# Other Pets > Birds >  Baby birds

## Xeperxi

Today I came home and opened my front door. We've had a bird living with a nest on our porch and every spring she has babies in the nest on our porch. Well as soon as I opened the door the mom flew into my house and before I could even turn around my wife's cat killed her. 

I went outside and could hear babies on the nest. I called around to see if there was any group that could take them nd care for them, the only place that takes wildlife in my area is the Humane Society (I am not a fan of the HS by any means).

They told me I could drop them off and they can see what they can do. The guy told me 

If they are Starlings they wouldn't be able to care for them? I know nothing about birds, can anyone identify these babies? They are the cutest little babies, I'm thinking they must only be a few days old? Fell so bad for them, they are constantly opening their mouths and chirping  :Sad:

----------


## Xeperxi

Sorry forgot to mention, I live in Michigan north of Detroit. Not familiar with what type of birds are in my area

----------


## angllady2

No idea what they are.  Poor little things. They won't help starlings because they are invasive.

If you are really determined to help, I can teach you to handfeed them, but be aware it is hard, time consuming, and no guarantee they will live.  It all depends on how devoted you want to be.  You'll be playing mommy bird about every two hours pretty much around the clock for a few weeks.  And they are messy.

You can PM me if you want to try, just be prepared for a difficult journey.

Gale

----------


## John1982

A picture of the deceased parent may help identifying them faster. I don't recognize the eggs but somebody might.

----------


## John1982

Found this that might help you with identification: 

http://www.sialis.org/images/nestegg...ests/index.htm

----------


## Foschi Exotic Serpents

If they are Starlings no rehabber will take them but they are used in training rehabbers sometimes. Starlings are an introduced and invasive species but since they are not protected song birds or raptors you can keep them as pets. It's legal federally unless your area has a law against keeping wild birds. 

They are incredibly funny and intelligent. They make great pets. Each bird is different but it's easy to hand feed them. Just time consuming. If you google hand feeding baby starlings you should easily find the info. 

They need to be fed every couple hours at such a young age. 


<---Signature--->
Snakes, Jeeps, Dragons, Nature, & Knives.. Makes my world go-round!

----------


## Foschi Exotic Serpents

Here are some links. It's already been a long time since they've eaten so you better get some food in them if you're wanting to keep them or release them later. 

http://www.starlingtalk.com/babycare.htm

http://www.starlingcentral.net/keeping_a_starling.htm

http://www.youtube.com/watch?v=AZ0QF...e_gdata_player




<---Signature--->
Snakes, Jeeps, Dragons, Nature, & Knives.. Makes my world go-round!

----------


## Xeperxi

Wow thanks everyone for your input, so I guess if these are starlings the HD will most likely just put them down?
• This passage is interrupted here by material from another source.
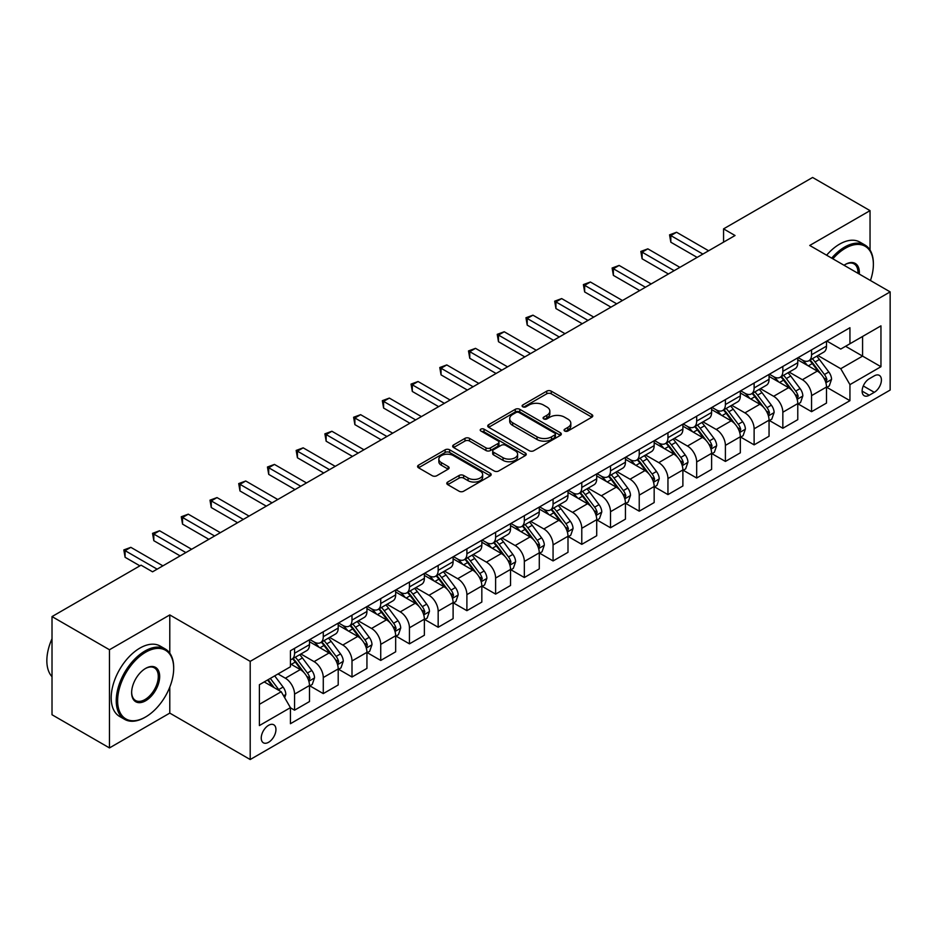 <?xml version="1.0" encoding="UTF-8"?>
<svg xmlns="http://www.w3.org/2000/svg" width="937" height="937" viewBox="0 0 937 937"><rect width="100%" height="100%" fill="white"/><g stroke="black" fill="none" stroke-linecap="round" stroke-linejoin="round"><path stroke-width="1.41" d="M564.73 431.032A2.237 1.288 0 0 0 567.881 431.032L591.856 417.188A3.186 1.839 0 0 0 592.781 415.887A3.186 1.839 0 0 0 591.856 414.587L551.249 391.151A3.186 1.839 0 0 0 546.74 391.151L522.776 404.983A2.237 1.288 0 0 0 522.12 405.897A2.237 1.288 0 0 0 522.776 406.81A2.237 1.288 0 0 0 525.938 406.81L529.03 405.018A10.202 5.891 0 0 1 543.472 405.018L546.857 406.974A10.202 5.891 0 0 1 549.843 411.132A10.202 5.891 0 0 1 546.857 415.302L543.753 417.094A2.237 1.288 0 0 0 543.097 418.007A2.237 1.288 0 0 0 543.753 418.921A2.237 1.288 0 0 0 546.915 418.921L550.007 417.129A10.202 5.891 0 0 1 564.449 417.129L567.834 419.085A10.202 5.891 0 0 1 570.82 423.243A10.202 5.891 0 0 1 567.834 427.413L564.73 429.205A2.237 1.288 0 0 0 564.074 430.118A2.237 1.288 0 0 0 564.73 431.032L564.73 429.205M268.591 742.28A10.401 6.009 120 0 0 275.384 733.121A10.401 6.009 120 0 0 273.791 724.793A10.401 6.009 120 0 0 268.591 725.308A10.401 6.009 120 0 0 261.798 734.467A10.401 6.009 120 0 0 263.391 742.795A10.401 6.009 120 0 0 268.591 742.28M447.722 482.04A3.186 1.839 0 0 0 446.797 483.34A3.186 1.839 0 0 0 447.722 484.64L459.118 491.222A3.186 1.839 0 0 0 463.628 491.222L490.238 475.855A3.186 1.839 0 0 0 491.175 474.555A3.186 1.839 0 0 0 490.238 473.255L449.643 449.807A3.186 1.839 0 0 0 445.134 449.807L418.523 465.174A3.186 1.839 0 0 0 417.586 466.474A3.186 1.839 0 0 0 418.523 467.786L432.273 475.727A3.186 1.839 0 0 0 436.783 475.727L448.179 469.144A3.186 1.839 0 0 0 449.116 467.844A3.186 1.839 0 0 0 448.179 466.544L441.35 462.609A8.527 4.931 0 0 1 438.856 459.118A8.527 4.931 0 0 1 444.126 454.574A8.527 4.931 0 0 1 453.426 455.64L480.154 471.065A8.527 4.931 0 0 1 482.649 474.555A8.527 4.931 0 0 1 477.378 479.1A8.527 4.931 0 0 1 468.078 478.034L463.628 475.469A3.186 1.839 0 0 0 459.118 475.469L447.722 482.04L447.722 484.64M169.784 614.93L109.465 649.751L52.015 616.581L52.015 714.755L109.465 747.925L169.784 713.104L250.202 759.532L250.202 661.358L169.784 614.93L169.784 653.148M870.04 250.05L870.04 210.638L809.732 245.459L890.15 291.887L250.202 661.358M870.04 210.638L812.602 177.468L723.563 228.874L723.563 242.144M52.015 616.581L141.065 565.175L152.555 571.816L735.041 235.515L723.563 228.874M529.264 450.72A3.186 1.839 0 0 0 533.774 450.72L560.385 435.354A3.186 1.839 0 0 0 561.322 434.054A3.186 1.839 0 0 0 560.385 432.753L519.789 409.317A3.186 1.839 0 0 0 515.28 409.317L488.657 424.684A3.186 1.839 0 0 0 487.732 425.984A3.186 1.839 0 0 0 488.657 427.284L529.264 450.72M481.77 431.512A2.237 1.288 0 0 1 484.042 431.828L484.042 429.169L525.317 453.004A3.186 1.839 0 0 1 526.243 454.304A3.186 1.839 0 0 1 525.317 455.605L498.695 470.971A3.186 1.839 0 0 1 494.186 470.971L453.59 447.535L453.59 444.923A3.186 1.839 0 0 0 452.653 446.235A3.186 1.839 0 0 0 453.59 447.535M453.59 444.923L464.986 438.352A3.186 1.839 0 0 1 469.496 438.352L485.952 447.863A3.186 1.839 0 0 0 490.473 447.863L498.027 443.494A3.186 1.839 0 0 0 498.952 442.194A3.186 1.839 0 0 0 498.027 440.894L480.88 430.997A2.237 1.288 0 0 1 480.224 430.083A2.237 1.288 0 0 1 481.606 428.888A2.237 1.288 0 0 1 484.042 429.169M874.291 375.866L869.243 378.782A10.073 5.821 120 0 0 862.661 387.66A10.073 5.821 120 0 0 864.207 395.742A10.073 5.821 120 0 0 869.243 395.238L874.291 392.322A10.073 5.821 120 0 0 880.874 383.444A10.073 5.821 120 0 0 879.328 375.374A10.073 5.821 120 0 0 874.291 375.866M250.202 759.532L890.15 390.061L890.15 291.887M826.844 341.045L840.747 349.068L849.941 343.762L849.941 327.716L290.423 650.746L290.423 666.793L259.397 684.713L259.397 725.566L290.423 707.658L290.423 723.715L849.941 400.673L849.941 384.627L840.747 368.709L817.896 355.51M849.941 343.762L880.956 325.853L880.956 366.718L849.941 384.627M109.465 649.751L109.465 747.925M845.572 346.28L862.579 356.107L862.579 336.465L880.956 325.853M840.747 368.709L862.579 356.107L880.956 366.718M259.397 704.343L281.229 691.74L264.222 681.925M290.423 707.786L294.558 710.176L294.558 694.13A13.001 7.508 -120 0 0 285.363 678.212L278.008 673.961M294.558 710.176L309.491 701.555L309.491 685.509A13.001 7.508 -120 0 0 300.297 669.58L290.423 663.876M309.831 685.837L323.277 693.603L323.277 677.545A13.001 7.508 -120 0 0 314.082 661.627L300.894 654.003M323.277 693.603L338.21 684.97L338.21 668.924A13.001 7.508 -120 0 0 329.028 653.007L309.491 641.728M338.562 669.252L351.996 677.018L351.996 660.96A13.001 7.508 -120 0 0 342.813 645.043L329.613 637.418M351.996 677.018L366.941 668.386L366.941 652.339A13.001 7.508 -120 0 0 357.747 636.422L338.21 625.143M367.281 652.667L380.727 660.433L380.727 644.375A13.001 7.508 -120 0 0 371.532 628.458L358.332 620.844M380.727 660.433L395.66 651.812L395.66 635.754A13.001 7.508 -120 0 0 386.466 619.837L366.941 608.558M396 636.082L409.446 643.848L409.446 627.802A13.001 7.508 -120 0 0 400.251 611.873L387.063 604.26M409.446 643.848L424.379 635.227L424.379 619.17A13.001 7.508 -120 0 0 415.196 603.252L395.66 591.973M424.73 619.509L438.165 627.263L438.165 611.217A13.001 7.508 -120 0 0 428.982 595.288L415.782 587.675M438.165 627.263L453.11 618.643L453.11 602.585A13.001 7.508 -120 0 0 443.915 586.667L424.379 575.388M453.449 602.924L466.895 610.678L466.895 594.632A13.001 7.508 -120 0 0 457.701 578.715L444.501 571.09M466.895 610.678L481.829 602.058L481.829 586.012A13.001 7.508 -120 0 0 472.635 570.083L453.11 558.815M482.168 586.339L495.614 594.105L495.614 578.047A13.001 7.508 -120 0 0 486.42 562.13L473.232 554.505M495.614 594.105L510.548 585.473L510.548 569.427A13.001 7.508 -120 0 0 501.354 553.509L481.829 542.23M510.899 569.755L524.333 577.52L524.333 561.462A13.001 7.508 -120 0 0 515.151 545.545L501.951 537.92M524.333 577.52L539.279 568.888L539.279 552.842A13.001 7.508 -120 0 0 530.084 536.924L510.548 525.645M539.618 553.17L553.064 560.935L553.064 544.877A13.001 7.508 -120 0 0 543.87 528.96L530.67 521.347M553.064 560.935L567.998 552.315L567.998 536.257A13.001 7.508 -120 0 0 558.803 520.34L539.279 509.06M568.337 536.585L581.783 544.35L581.783 528.304A13.001 7.508 -120 0 0 572.589 512.375L559.389 504.762M581.783 544.35L596.717 535.73L596.717 519.672A13.001 7.508 -120 0 0 587.522 503.755L567.998 492.475M597.068 520.012L610.502 527.765L610.502 511.719A13.001 7.508 -120 0 0 601.32 495.79L588.12 488.177M610.502 527.765L625.436 519.145L625.436 503.087A13.001 7.508 -120 0 0 616.253 487.17L596.717 475.891M625.787 503.427L639.233 511.18L639.233 495.134A13.001 7.508 -120 0 0 630.039 479.217L616.839 471.592M639.233 511.18L654.167 502.56L654.167 486.514A13.001 7.508 -120 0 0 644.972 470.585L625.436 459.317M654.506 486.842L667.952 494.607L667.952 478.549A13.001 7.508 -120 0 0 658.758 462.632L645.558 455.007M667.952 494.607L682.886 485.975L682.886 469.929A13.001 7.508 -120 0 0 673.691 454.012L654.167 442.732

I really would like to help the babies, but I work during the day so can't feed them every 2 hours. If anyone would like to guide me I am more than will to do what I can, I would hate for these babies to suffer in any way...

----------


## Xeperxi

Thank you for the links checking them out now really appreciate it

----------


## bubblz

_If it was one of the parents that flew into your home then you should know what type of bird it is and have a better idea than we would. Pics are usually helpful as well,.. other than that they look like common house finch eggs. Their feather colors vary depending on the region, more so for the males but the females are usually just brown and starling eggs are blue.

We use to catch fledglings when I was younger or go around shaking them out of street sign posts. We called them chi chi birds.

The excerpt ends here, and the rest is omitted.